About the job
About Pathway
Pathway is revolutionizing artificial intelligence with its pioneering post-transformer model that mimics human thought processes.
Our groundbreaking architecture (BDH) surpasses traditional Transformer models, providing enterprises with comprehensive insights into model functionality. By integrating this foundational model with the fastest data processing engine available, Pathway empowers organizations to transcend mere incremental improvements and embrace genuinely contextualized, experience-driven intelligence. Trusted by prestigious entities like NATO, La Poste, and Formula 1 teams, we are at the forefront of technological advancement.

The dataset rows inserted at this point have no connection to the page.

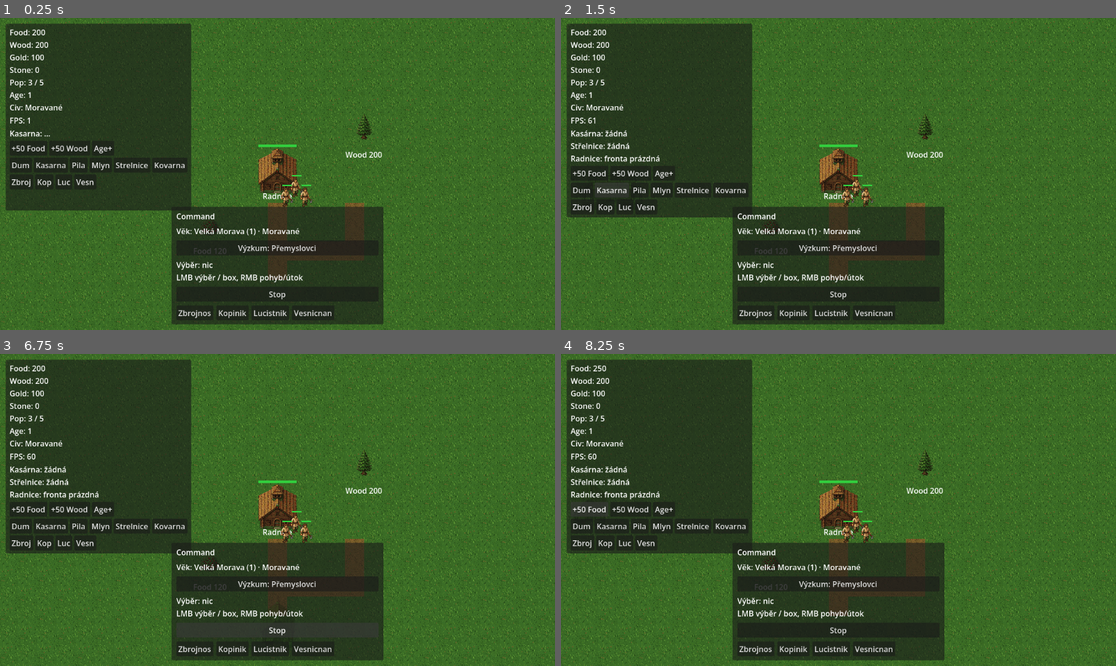
Above: before the commit, frames 1-4 (two rows, left to right).
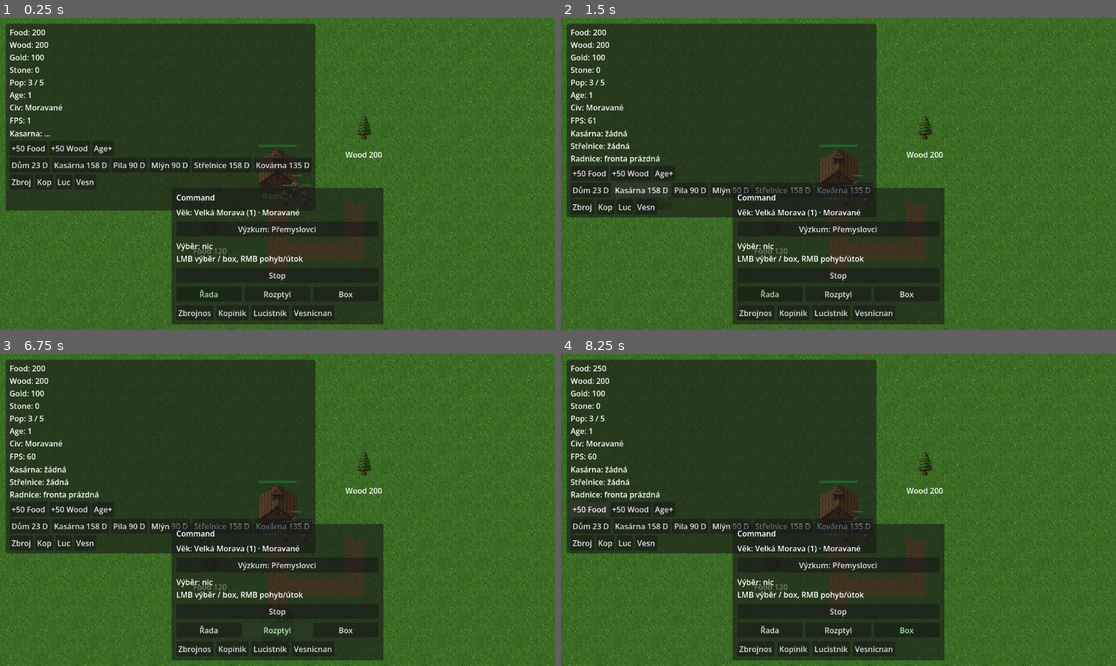
Above: after the commit, the same moments.

Repository: Kosino/ceske-srdce
Game: Godot game, scene res://scenes/map/Map.tscn
Same seed, same stepped clock (60 frames per second), same inputs: the game is played once before the commit and once after it.
Inputs (mouse positions are in pixels of both pictures, inside the frame that each line leads up to):
- Up to frame 1 (0.25 s): no input
- Up to frame 2 (1.5 s): click "Dum" (after the commit: "Dům 23 D") at 0.5 s; click "Kasarna" (after the commit: "Kasárna 158 D") at 1.25 s
- Up to frame 3 (6.75 s): click "Pila" (after the commit: "Pila 90 D") at 2 s; click "Mlyn" (after the commit: "Mlýn 90 D") at 2.75 s; click "Strelnice" (after the commit: "Střelnice 158 D") at 3.5 s; click "Kovarna" (after the commit: "Kovárna 135 D") at 4.25 s; click "Stop" at 5 s; click (210, 631) at 5.75 s, where only the run after the commit has a clickable "Řada"; click (277, 631) at 6.5 s, where only the run after the commit has a clickable "Rozptyl"
- Up to frame 4 (8.25 s): click (905, 631) at 7.25 s, where only the run after the commit has a clickable "Box"; click "+50 Food" at 8 s

The runs differ from the first frame. In frame 1, 16% of the frame differs, in the area x 3-70%, y 1-91%; in frame 2, 16%; in frame 3, 16%; in frame 4, 16%.

Commit message:
Formace (řada/rozptyl/box) + civ Schváleno fixes
Approve civ bonuses; fix habsburkove id; Habsburkové stone 1.10; discounted build UI costs.
AoE-style formations with shared slowest speed; CommandPanel toggles; NÁVRH spacing.

Co-authored-by: Kosino <Kosino@users.noreply.github.com>

Diff:
--- a/autoload/SelectionManager.gd
+++ b/autoload/SelectionManager.gd
@@ -1,8 +1,20 @@
 extends Node
 
 signal selection_changed(units: Array)
+signal formation_changed(kind: String)
 
 var selected_units: Array[Node] = []
+## Current formation for group moves (AoE II style).
+var formation: String = FormationData.LINE
+
+
+func set_formation(kind: String) -> void:
+	if kind != FormationData.LINE and kind != FormationData.SCATTERED and kind != FormationData.BOX:
+		return
+	if formation == kind:
+		return
+	formation = kind
+	formation_changed.emit(formation)
 
 
 func select_single(unit: Node) -> void:
@@ -29,9 +41,25 @@
 
 
 func issue_move(world_pos: Vector2) -> void:
+	var movers: Array[Unit] = []
 	for u in selected_units:
-		if is_instance_valid(u) and u.has_method("command_move"):
-			u.command_move(world_pos)
+		if is_instance_valid(u) and u is Unit and u.has_method("command_move"):
+			movers.append(u as Unit)
+	if movers.is_empty():
+		return
+	if movers.size() == 1:
+		movers[0].command_move(world_pos)
+		return
+	var slowest := movers[0].speed
+	var centroid := Vector2.ZERO
+	for u in movers:
+		slowest = minf(slowest, u.speed)
+		centroid += u.global_position
+	centroid /= float(movers.size())
+	var facing := world_pos - centroid
+	var offs := FormationData.offsets(formation, movers.size(), facing)
+	for i in movers.size():
+		movers[i].command_move(world_pos + offs[i], slowest)
 
 
 func issue_attack(target: Node2D) -> void:
--- a/scenes/map/Map.tscn
+++ b/scenes/map/Map.tscn
@@ -50,7 +50,7 @@
 anchor_right = 0.5
 anchor_bottom = 1.0
 offset_left = -220.0
-offset_top = -200.0
+offset_top = -240.0
 offset_right = 220.0
 offset_bottom = -12.0
 grow_horizontal = 2
--- a/scripts/buildings/BuildingPlacer.gd
+++ b/scripts/buildings/BuildingPlacer.gd
@@ -77,7 +77,10 @@
 	placing_type = building_type
 	_configure_ghost(building_type)
 	_ghost.visible = true
-	NotificationManager.show_message("Stavba: %s (LMB položit, RMB zrušit)" % building_type)
+	var cost := GameManager.adjust_building_cost(COSTS[building_type], 0)
+	NotificationManager.show_message(
+		"Stavba: %s (%s) — LMB položit, RMB zrušit" % [building_type, CivData.format_cost(cost)]
+	)
 
 
 func cancel() -> void:
--- a/scripts/data/CivData.gd
+++ b/scripts/data/CivData.gd
@@ -1,18 +1,18 @@
 extends Object
 class_name CivData
-## Civilization ids + NÁVRH bonuses. Unique units are data-only for now.
+## Civilization ids + Schváleno bonuses. Unique units are data-only for now.
 
 const MORAVANE := "moravane"
 const PREMYSLOVCI := "premyslovci"
 const HUSITE := "husite"
-const HABSBURKOVE := "habsurkove"
+const HABSBURKOVE := "habsburkove"
 
 const DEFAULT_PLAYER := MORAVANE
 const DEFAULT_ENEMY := HUSITE
 
 const INFANTRY_IDS := ["soldier", "spearman", "archer"]
 
-## NÁVRH — Honza schvaluje čísla. Keys match DESIGN “hlavní síla”.
+## Schváleno 2026-11-22. Keys match DESIGN “hlavní síla”.
 const CIVS := {
 	MORAVANE: {
 		"name": "Moravané",
@@ -35,6 +35,7 @@
 	HABSBURKOVE: {
 		"name": "Habsburkové",
 		"unique_unit": "cisarska_garda",
+		"gather": {"stone": 1.10},
 		"infantry_hp": 1.15,
 	},
 }
@@ -72,3 +73,16 @@
 		unit.attack_damage *= float(def.get("infantry_damage", 1.0))
 	if unit.is_cavalry:
 		unit.attack_damage *= float(def.get("cavalry_damage", 1.0))
+
+
+static func format_cost(cost: Dictionary) -> String:
+	var parts: PackedStringArray = []
+	if int(cost.get("food", 0)) > 0:
+		parts.append("%d J" % int(cost["food"]))
+	if int(cost.get("wood", 0)) > 0:
+		parts.append("%d D" % int(cost["wood"]))
+	if int(cost.get("gold", 0)) > 0:
+		parts.append("%d Z" % int(cost["gold"]))
+	if int(cost.get("stone", 0)) > 0:
+		parts.append("%d K" % int(cost["stone"]))
+	return ", ".join(parts) if not parts.is_empty() else "—"
--- /dev/null
+++ b/scripts/data/FormationData.gd
@@ -0,0 +1,75 @@
+extends Object
+class_name FormationData
+## AoE II-style group formations. Spacing = NÁVRH.
+
+const LINE := "line"
+const SCATTERED := "scattered"
+const BOX := "box" # wedge/box grid
+
+const NAMES := {
+	LINE: "Řada",
+	SCATTERED: "Rozptyl",
+	BOX: "Box",
+}
+
+## NÁVRH (Honza schvaluje): spacing between unit centers in px.
+const SPACING := {
+	LINE: 36.0,
+	SCATTERED: 56.0,
+	BOX: 40.0,
+}
+
+
+static func display_name(kind: String) -> String:
+	return str(NAMES.get(kind, kind))
+
+
+static func spacing(kind: String) -> float:
+	return float(SPACING.get(kind, SPACING[LINE]))
+
+
+## Offsets relative to the click destination; `facing` = move direction.
+static func offsets(kind: String, count: int, facing: Vector2) -> Array[Vector2]:
+	var out: Array[Vector2] = []
+	if count <= 0:
+		return out
+	var f := facing.normalized()
+	if f.length_squared() < 0.0001:
+		f = Vector2.RIGHT
+	var right := Vector2(-f.y, f.x)
+	var gap := spacing(kind)
+	match kind:
+		SCATTERED:
+			_fill_scattered(out, count, f, right, gap)
+		BOX:
+			_fill_box(out, count, f, right, gap)
+		_:
+			_fill_line(out, count, right, gap)
+	return out
+
+
+static func _fill_line(out: Array[Vector2], count: int, right: Vector2, gap: float) -> void:
+	var start := -0.5 * float(count - 1) * gap
+	for i in count:
+		out.append(right * (start + float(i) * gap))
+
+
+static func _fill_scattered(out: Array[Vector2], count: int, forward: Vector2, right: Vector2, gap: float) -> void:
+	var start := -0.5 * float(count - 1) * gap
+	for i in count:
+		# Deterministic depth jitter (no RNG) so tests stay stable.
+		var depth := float((i * 37) % 5) - 2.0
+		out.append(right * (start + float(i) * gap) + forward * (depth * gap * 0.35))
+
+
+static func _fill_box(out: Array[Vector2], count: int, forward: Vector2, right: Vector2, gap: float) -> void:
+	var cols := int(ceil(sqrt(float(count))))
+	var rows := int(ceil(float(count) / float(cols)))
+	var i := 0
+	for r in rows:
+		var row_count := mini(cols, count - i)
+		var row_start := -0.5 * float(row_count - 1) * gap
+		var back := -forward * (float(r) * gap)
+		for c in row_count:
+			out.append(right * (row_start + float(c) * gap) + back)
+			i += 1
--- a/scripts/map/Map.gd
+++ b/scripts/map/Map.gd
@@ -41,6 +41,7 @@
 		await _run_age2_to_age3_gate_smoke()
 		await _run_age_ui_sync_smoke()
 		await _run_civ_bonus_smoke()
+		await _run_formation_smoke()
 	else:
 		await _sample_windowed_fps()
 	NotificationManager.show_message("Start: Radnice + vesničané + zdroje. F3 stavění/trénink.")
@@ -530,7 +531,7 @@
 	return null
 
 
-## Civ gather / wood-cost / infantry HP bonuses (NÁVRH).
+## Civ gather / wood-cost / infantry HP / Habsburkové stone.
 func _run_civ_bonus_smoke() -> void:
 	await get_tree().physics_frame
 	GameManager.player_civ = CivData.MORAVANE
@@ -551,12 +552,87 @@
 	print("[TEST] civ_husite soldier_hp=%.1f expect=%.1f" % [soldier.max_hp, expect_hp])
 	soldier.queue_free()
 
+	GameManager.player_civ = CivData.HABSBURKOVE
+	var stone_m := GameManager.gather_rate_mult(0, "stone")
+	var stone_ok := is_equal_approx(stone_m, 1.10) and CivData.HABSBURKOVE == "habsburkove"
+	print("[TEST] civ_habsburkove stone_mult=%.2f id=%s" % [stone_m, CivData.HABSBURKOVE])
+
 	GameManager.player_civ = CivData.MORAVANE
 	GameManager.enemy_civ = CivData.HUSITE
-	if wood_ok and cost_ok and hp_ok:
-		print("[TEST] PASS civ bonuses (wood / cost / infantry HP)")
-	else:
-		print("[TEST] FAIL civ bonuses (wood / cost / infantry HP)")
+	if wood_ok and cost_ok and hp_ok and stone_ok:
+		print("[TEST] PASS civ bonuses (wood / cost / infantry HP / stone)")
+	else:
+		print("[TEST] FAIL civ bonuses (wood / cost / infantry HP / stone)")
+
+
+## Formation spacing + shared group move speed (slowest unit).
+func _run_formation_smoke() -> void:
+	await get_tree().physics_frame
+	const SPEARMAN_SCENE := preload("res://scenes/units/Spearman.tscn")
+	var a: Soldier = SOLDIER_SCENE.instantiate() as Soldier
+	var b: Spearman = SPEARMAN_SCENE.instantiate() as Spearman
+	var c: Soldier = SOLDIER_SCENE.instantiate() as Soldier
+	a.team = 0
+	b.team = 0
+	c.team = 0
+	a.contribute_population = false
+	b.contribute_population = false
+	c.contribute_population = false
+	a.position = Vector2(500, 500)
+	b.position = Vector2(520, 500)
+	c.position = Vector2(540, 500)
+	units.add_child(a)
+	units.add_child(b)
+	units.add_child(c)
+	await get_tree().physics_frame
+
+	SelectionManager.select_multiple([a, b, c])
+	SelectionManager.set_formation(FormationData.LINE)
+	var dest := Vector2(800, 500)
+	SelectionManager.issue_move(dest)
+	await get_tree().physics_frame
+
+	var gap := FormationData.spacing(FormationData.LINE)
+	var targets: Array[Vector2] = []
+	for u in [a, b, c]:
+		if u.navigation_agent:
+			targets.append(u.navigation_agent.target_position)
+	var pair_ds: Array[float] = []
+	for i in targets.size():
+		for j in range(i + 1, targets.size()):
+			pair_ds.append(targets[i].distance_to(targets[j]))
+	pair_ds.sort()
+	var spacing_ok := pair_ds.size() == 3
+	if spacing_ok:
+		# Line of 3: two adjacent gaps + one double gap.
+		spacing_ok = (
+			is_equal_approx(pair_ds[0], gap)
+			and is_equal_approx(pair_ds[1], gap)
+			and is_equal_approx(pair_ds[2], gap * 2.0)
+		)
+		print("[TEST] formation_line pairs=%.1f,%.1f,%.1f expect=%.1f,%.1f,%.1f" % [
+			pair_ds[0], pair_ds[1], pair_ds[2], gap, gap, gap * 2.0
+		])
+
+	var slowest := minf(a.speed, minf(b.speed, c.speed))
+	var speed_ok := (
+		is_equal_approx(a.effective_move_speed(), slowest)
+		and is_equal_approx(b.effective_move_speed(), slowest)
+		and is_equal_approx(c.effective_move_speed(), slowest)
+	)
+	print("[TEST] formation_speed slowest=%.1f a=%.1f b=%.1f c=%.1f" % [
+		slowest, a.effective_move_speed(), b.effective_move_speed(), c.effective_move_speed()
+	])
+
+	for u in [a, b, c]:
+		u.queue_free()
+	SelectionManager.clear_selection()
+	SelectionManager.set_formation(FormationData.LINE)
+
+	if spacing_ok and speed_ok:
+		print("[TEST] PASS formation spacing + shared speed")
+	else:
+		print("[TEST] FAIL formation spacing + shared speed")
 
 
 func _ensure_complete_age1_buildings(need: int) -> void:
--- a/scripts/ui/CommandPanel.gd
+++ b/scripts/ui/CommandPanel.gd
@@ -4,16 +4,20 @@
 @onready var summary_label: Label = %CommandSummary
 @onready var age_label: Label = %AgeLabel
 @onready var research_button: Button = %ResearchAgeButton
+@onready var command_vbox: VBoxContainer = $CommandMargin/CommandVBox
+
+var _formation_buttons: Dictionary = {} # kind -> Button
+var _research_refresh_accum: float = 0.0
 
 
 func _ready() -> void:
 	SelectionManager.selection_changed.connect(_on_selection_changed)
+	SelectionManager.formation_changed.connect(_refresh_formation_buttons)
 	GameManager.age_changed.connect(_refresh_age_ui)
+	_ensure_formation_row()
 	_on_selection_changed(SelectionManager.selected_units)
 	_refresh_age_ui()
-
-
-var _research_refresh_accum: float = 0.0
+	_refresh_formation_buttons(SelectionManager.formation)
 
 
 func _process(delta: float) -> void:
@@ -22,6 +26,42 @@
 		return
 	_research_refresh_accum = 0.0
 	_refresh_research_button()
+
+
+func _ensure_formation_row() -> void:
+	if command_vbox == null:
+		return
+	if command_vbox.has_node("FormationRow"):
+		return
+	var row := HBoxContainer.new()
+	row.name = "FormationRow"
+	row.add_theme_constant_override("separation", 6)
+	# Insert after StopButton if present.
+	var stop_i := command_vbox.get_node_or_null("StopButton")
+	var insert_at := stop_i.get_index() + 1 if stop_i else command_vbox.get_child_count()
+	command_vbox.add_child(row)
+	command_vbox.move_child(row, insert_at)
+	for kind in [FormationData.LINE, FormationData.SCATTERED, FormationData.BOX]:
+		var btn := Button.new()
+		btn.name = "Formation_%s" % kind
+		btn.size_flags_horizontal = Control.SIZE_EXPAND_FILL
+		btn.text = FormationData.display_name(kind)
+		btn.pressed.connect(_on_formation_pressed.bind(kind))
+		row.add_child(btn)
+		_formation_buttons[kind] = btn
+
+
+func _on_formation_pressed(kind: String) -> void:
+	SelectionManager.set_formation(kind)
+	NotificationManager.show_message("Formace: %s" % FormationData.display_name(kind))
+	_refresh_formation_buttons(kind)
+
+
+func _refresh_formation_buttons(_kind: String = "") -> void:
+	var current := SelectionManager.formation
+	for kind in _formation_buttons.keys():
+		var btn: Button = _formation_buttons[kind]
+		btn.modulate = Color(0.75, 1.0, 0.75) if kind == current else Color.WHITE
 
 
 func _on_selection_changed(units: Array) -> void:
@@ -51,7 +91,9 @@
 		parts.append("%d vesničan" % counts["villager"])
 	if counts["other"] > 0:
 		parts.append("%d jiní" % counts["other"])
-	summary_label.text = "Výběr: %s" % ", ".join(parts)
+	summary_label.text = "Výběr: %s\nFormace: %s" % [
+		", ".join(parts), FormationData.display_name(SelectionManager.formation)
+	]
 
 
 func _refresh_age_ui() -> void:
--- a/scripts/ui/DebugPanel.gd
+++ b/scripts/ui/DebugPanel.gd
@@ -13,6 +13,7 @@
 	GameManager.age_changed.connect(_refresh_stats)
 	_refresh_stats()
 	_refresh_fps()
+	_refresh_build_cost_labels()
 
 
 func _process(delta: float) -> void:
@@ -145,3 +146,29 @@
 
 func _placer() -> BuildingPlacer:
 	return get_tree().get_first_node_in_group("building_placer") as BuildingPlacer
+
+
+## Button text/tooltip show civ-discounted wood costs via adjust_building_cost.
+func _refresh_build_cost_labels() -> void:
+	var mapping := {
+		"PlaceHouse": ["Dům", "house"],
+		"PlaceBarracks": ["Kasárna", "barracks"],
+		"PlaceLumber": ["Pila", "lumber_camp"],
+		"PlaceMill": ["Mlýn", "mill"],
+		"PlaceArchery": ["Střelnice", "archery_range"],
+		"PlaceBlacksmith": ["Kovárna", "blacksmith"],
+	}
+	var row := get_node_or_null("Panel/Margin/VBox/BuildButtons")
+	if row == null:
+		return
+	for child_name in mapping.keys():
+		var btn := row.get_node_or_null(child_name) as Button
+		if btn == null:
+			continue
+		var label: String = mapping[child_name][0]
+		var btype: String = mapping[child_name][1]
+		var base: Dictionary = BuildingPlacer.COSTS.get(btype, {})
+		var cost := GameManager.adjust_building_cost(base, 0)
+		var cost_txt := CivData.format_cost(cost)
+		btn.text = "%s %s" % [label, cost_txt]
+		btn.tooltip_text = "Cena (civ): %s" % cost_txt
--- a/scripts/units/Unit.gd
+++ b/scripts/units/Unit.gd
@@ -23,6 +23,8 @@
 var _facing: String = "down"
 var _facing_textures: Dictionary = {}
 var _visual: Sprite2D
+## When >= 0, group formation move uses min(speed, cap) so the group keeps pace.
+var _move_speed_cap: float = -1.0
 
 @onready var navigation_agent: NavigationAgent2D = $NavigationAgent2D
 
@@ -36,7 +38,7 @@
 	if navigation_agent:
 		navigation_agent.velocity_computed.connect(_on_velocity_computed)
 		navigation_agent.avoidance_enabled = true
-		navigation_agent.max_speed = speed
+		navigation_agent.max_speed = effective_move_speed()
 
 
 func configure_facing_sprites(unit_key: String) -> void:
@@ -125,8 +127,17 @@
 	return navigation_agent == null or navigation_agent.is_navigation_finished()
 
 
-func command_move(world_pos: Vector2) -> void:
+func effective_move_speed() -> float:
+	if _move_speed_cap < 0.0:
+		return speed
+	return minf(speed, _move_speed_cap)
+
+
+func command_move(world_pos: Vector2, speed_cap: float = -1.0) -> void:
 	attack_target = null
+	_move_speed_cap = speed_cap
+	if navigation_agent:
+		navigation_agent.max_speed = effective_move_speed()
 	set_movement_target(world_pos)
 
 
@@ -149,11 +160,17 @@
 		print("[COMBAT] refuse friendly fire team=%d -> %s" % [team, target.name])
 		return
 	attack_target = target
+	_move_speed_cap = -1.0
+	if navigation_agent:
+		navigation_agent.max_speed = speed
 	set_movement_target(target.global_position)
 
 
 func command_stop() -> void:
 	attack_target = null
+	_move_speed_cap = -1.0
+	if navigation_agent:
+		navigation_agent.max_speed = speed
 	stop_movement()
 
 
@@ -213,7 +230,9 @@
 		return
 	var next_pos := navigation_agent.get_next_path_position()
 	var direction := (next_pos - global_position).normalized()
-	navigation_agent.velocity = direction * speed
+	var move_spd := effective_move_speed()
+	navigation_agent.max_speed = move_spd
+	navigation_agent.velocity = direction * move_spd
 
 
 func _on_velocity_computed(safe_velocity: Vector2) -> void:
--- a/scripts/units/Villager.gd
+++ b/scripts/units/Villager.gd
@@ -114,11 +114,11 @@
 			stop_movement()
 
 
-func command_move(world_pos: Vector2) -> void:
+func command_move(world_pos: Vector2, speed_cap: float = -1.0) -> void:
 	_leave_build_site()
 	_interrupt_gather_orders()
 	state = State.MOVING
-	super.command_move(world_pos)
+	super.command_move(world_pos, speed_cap)
 
 
 func command_stop() -> void:
--- a/tools/capture_pixel_art.gd
+++ b/tools/capture_pixel_art.gd
@@ -1,5 +1,5 @@
 extends SceneTree
-## Windowed capture → docs/screenshots/pixel_art_civs.png
+## Windowed capture → docs/screenshots/pixel_art_formations.png
 
 
 func _initialize() -> void:
@@ -22,7 +22,7 @@
 		return
 	var dir := "res://docs/screenshots"
 	DirAccess.make_dir_recursive_absolute(ProjectSettings.globalize_path(dir))
-	var path := "%s/pixel_art_civs.png" % dir
+	var path := "%s/pixel_art_formations.png" % dir
 	var save_err := img.save_png(path)
 	if save_err != OK:
 		push_error("[SHOT] save failed %s" % save_err)
Binary file added: docs/screenshots/pixel_art_formations.png
Not shown, changed: docs/DESIGN.md
Not shown, changed: docs/DEVELOPMENT_PLAN.md

Founded by complexity scientist Zuzanna Stamirowska, our leadership team includes AI visionaries such as CTO Jan Chorowski, who pioneered Attention in speech processing and collaborated with Nobel laureate Geoff Hinton at Google Brain, and CSO Adrian Kosowski, a distinguished computer scientist and quantum physicist who earned his PhD at 20.
With backing from esteemed investors and advisors, including TQ Ventures and Lukasz Kaiser, co-author of the Transformer model behind ChatGPT and a key figure at OpenAI, Pathway operates out of Palo Alto, California.
The Opportunity
We are seeking a passionate Senior ML Infrastructure / DevOps Engineer who thrives on optimizing Linux environments, distributed systems, and GPU cluster scalability over traditional notebook usage. You will be responsible for the infrastructure that drives our machine learning training and inference workloads across diverse cloud platforms, managing everything from basic Linux setups to advanced container orchestration and CI/CD pipelines.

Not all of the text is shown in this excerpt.